Question

Which expression is equivalent to [(3xy^-5)^3 / (x^-2y^2)^-4]^-2

Answer 1

Answer with explanation:

The given expression is

`=[((3 x y^(-5))^3)/((x^(-2)y^2)^(-4))]^(-2)\\\\=((3 x y^(-5))^(-6))/((x^(-2)y^2)^(8))\\\\=((3^(-6) x^(-6) y^(30)))/((x^(-16)y^(16)))\\\\=3^(-6)* x^(-6+16)* y^(30-16)\\\\=(x^(10)* y^(14))/(729)`

Used the following law of indices

`1.[(x)/(y)]^m=(x^m)/(y^m)\\\\ 2. (x^m)/(x^n)=x^(m-n)\\\\ 3. (1)/(x^(-m))=x^m`

The given expression is equivalent to

`(x^(10)* y^(14))/(729)`

Answer 2

The answer is (x¹⁰y¹⁴)/729.

Step-by-step explanation:
We can begin simplifying inside the innermost parentheses using the properties of exponents.
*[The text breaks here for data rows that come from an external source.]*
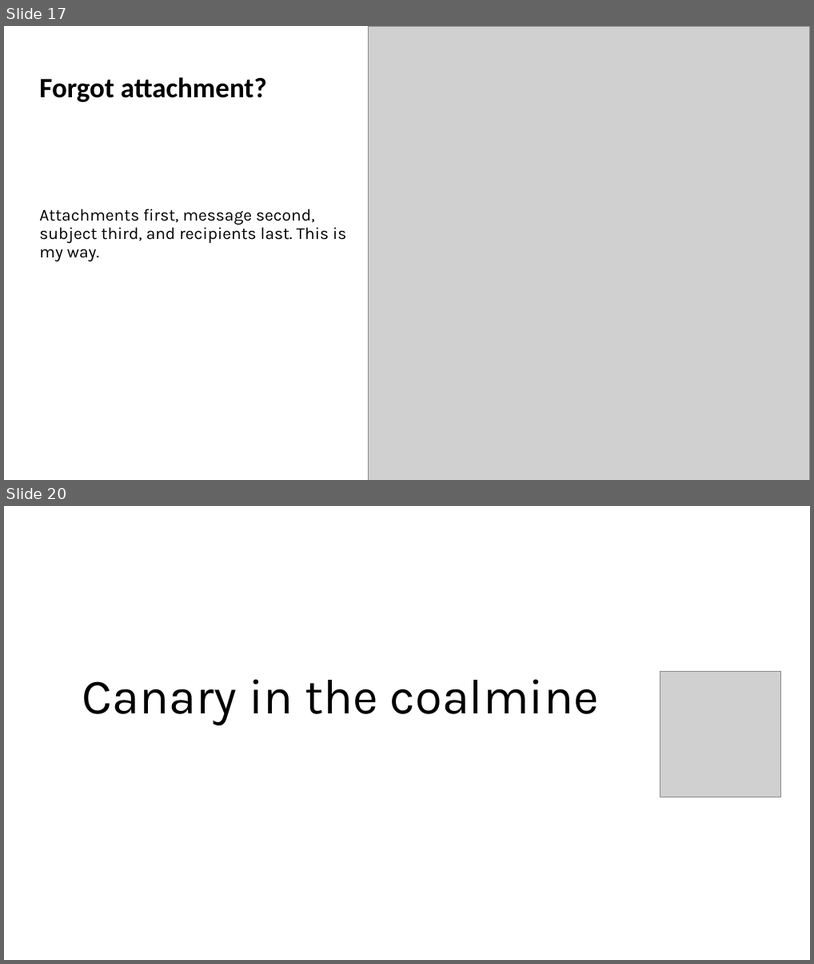
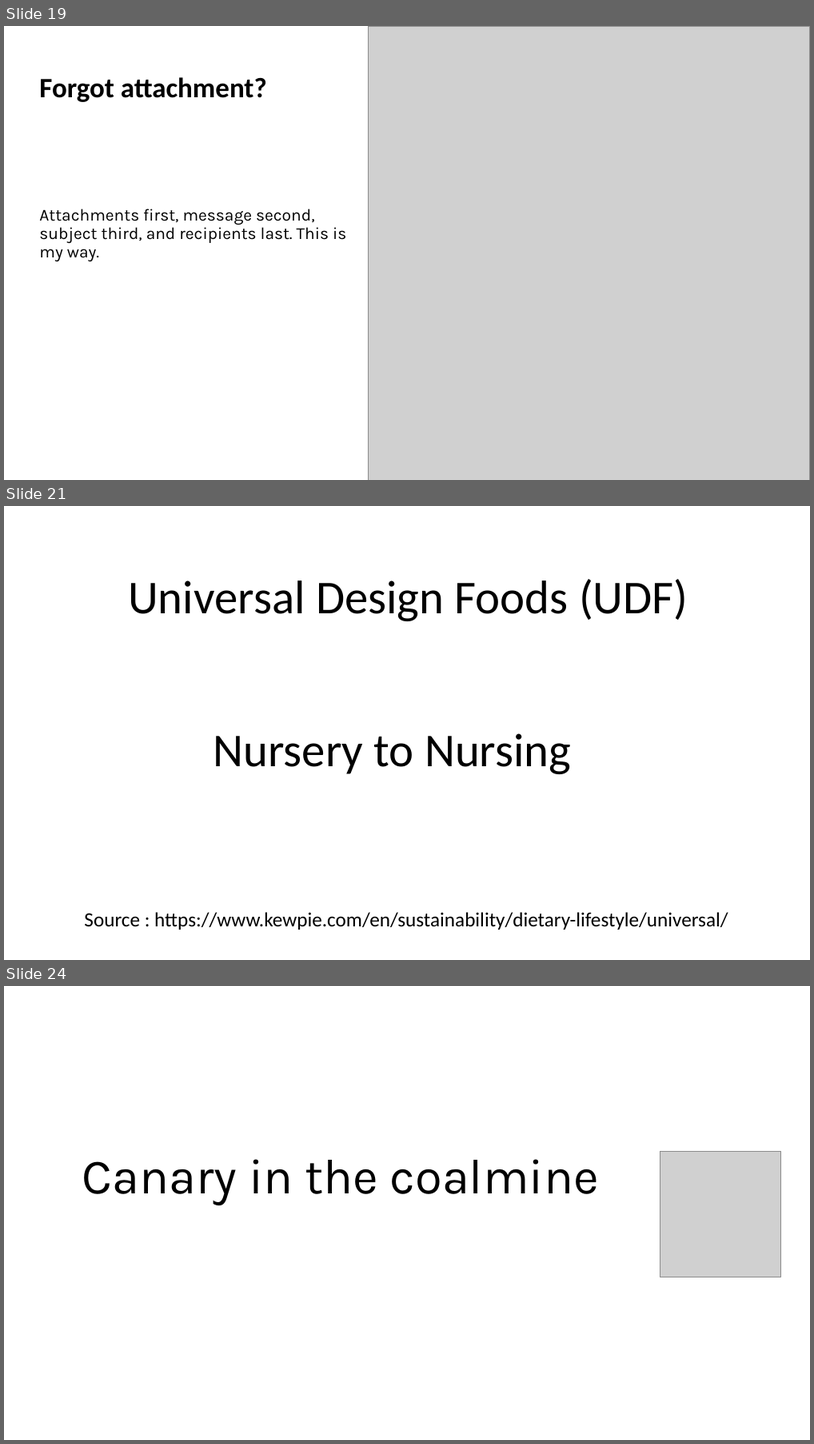
Before and after one commit to vaishnavitv/Assets-and-Publications, a slide deck: Speaking-Engagements/2024/Vancouver.dev/Presentation/ND-Product-Design.pptx. Shown one above the other, each under a label of ours: slides 17 and 20 before the commit, slides 19, 21 and 24 after it; the slides between them are not shown. The pictures are 814x964 and 814x1444 pixels, drawn with LibreOffice and Linux fonts; fonts in the diff are those of the drawing; grey boxes stand for pictures. Boxes give left, top, right and bottom in pixels: in the first picture for what was removed or moved away, otherwise in the second. Text is boxed around its words. In the diff, an @@ line names an element or a change of style, - is before the commit and + after.

```diff
--- a/Speaking-Engagements/2024/Vancouver.dev/Presentation/ND-Product-Design.pptx
+++ b/Speaking-Engagements/2024/Vancouver.dev/Presentation/ND-Product-Design.pptx
@@ slide 21 added at [4,506,810,960], background #FFFFFF @@
@@ title added at [128,579,689,774], 42 pt, text #000000 @@
+Universal Design Foods (UDF)
+Nursery to Nursing
@@ text added at [84,912,728,929], 18 pt, text #000000 @@
+Source : https://www.kewpie.com/en/sustainability/dietary-lifestyle/universal/
@@ what was slide 17 is now slide 19 @@
@@ what was slide 20 is now slide 24 @@
```
Also in this commit, not shown: 4 slides changed, 5 other slides added, 2 slides removed, 1 other file.

The power of a power property says when you raise a power to a power, you multiply the exponents. This gives us

[(3³x³y⁻¹⁵)/(x⁸y⁻⁸)]⁻².

Negative exponents tell us to "flip" sides of the fraction, so within the parentheses we have
[(3³x³y⁸)/(x⁸y¹⁵)]⁻².

Using the quotient property, we subtract exponents when dividing powers, which gives us
(3³/x⁵y⁷)⁻².

Evaluating 3³, we have
(27/x⁵y⁷)⁻².

Using the power of a power property again, we have
27⁻²/x⁻¹⁰y⁻¹⁴.

Flipping the negative exponents again gives us x¹⁰y¹⁴/729.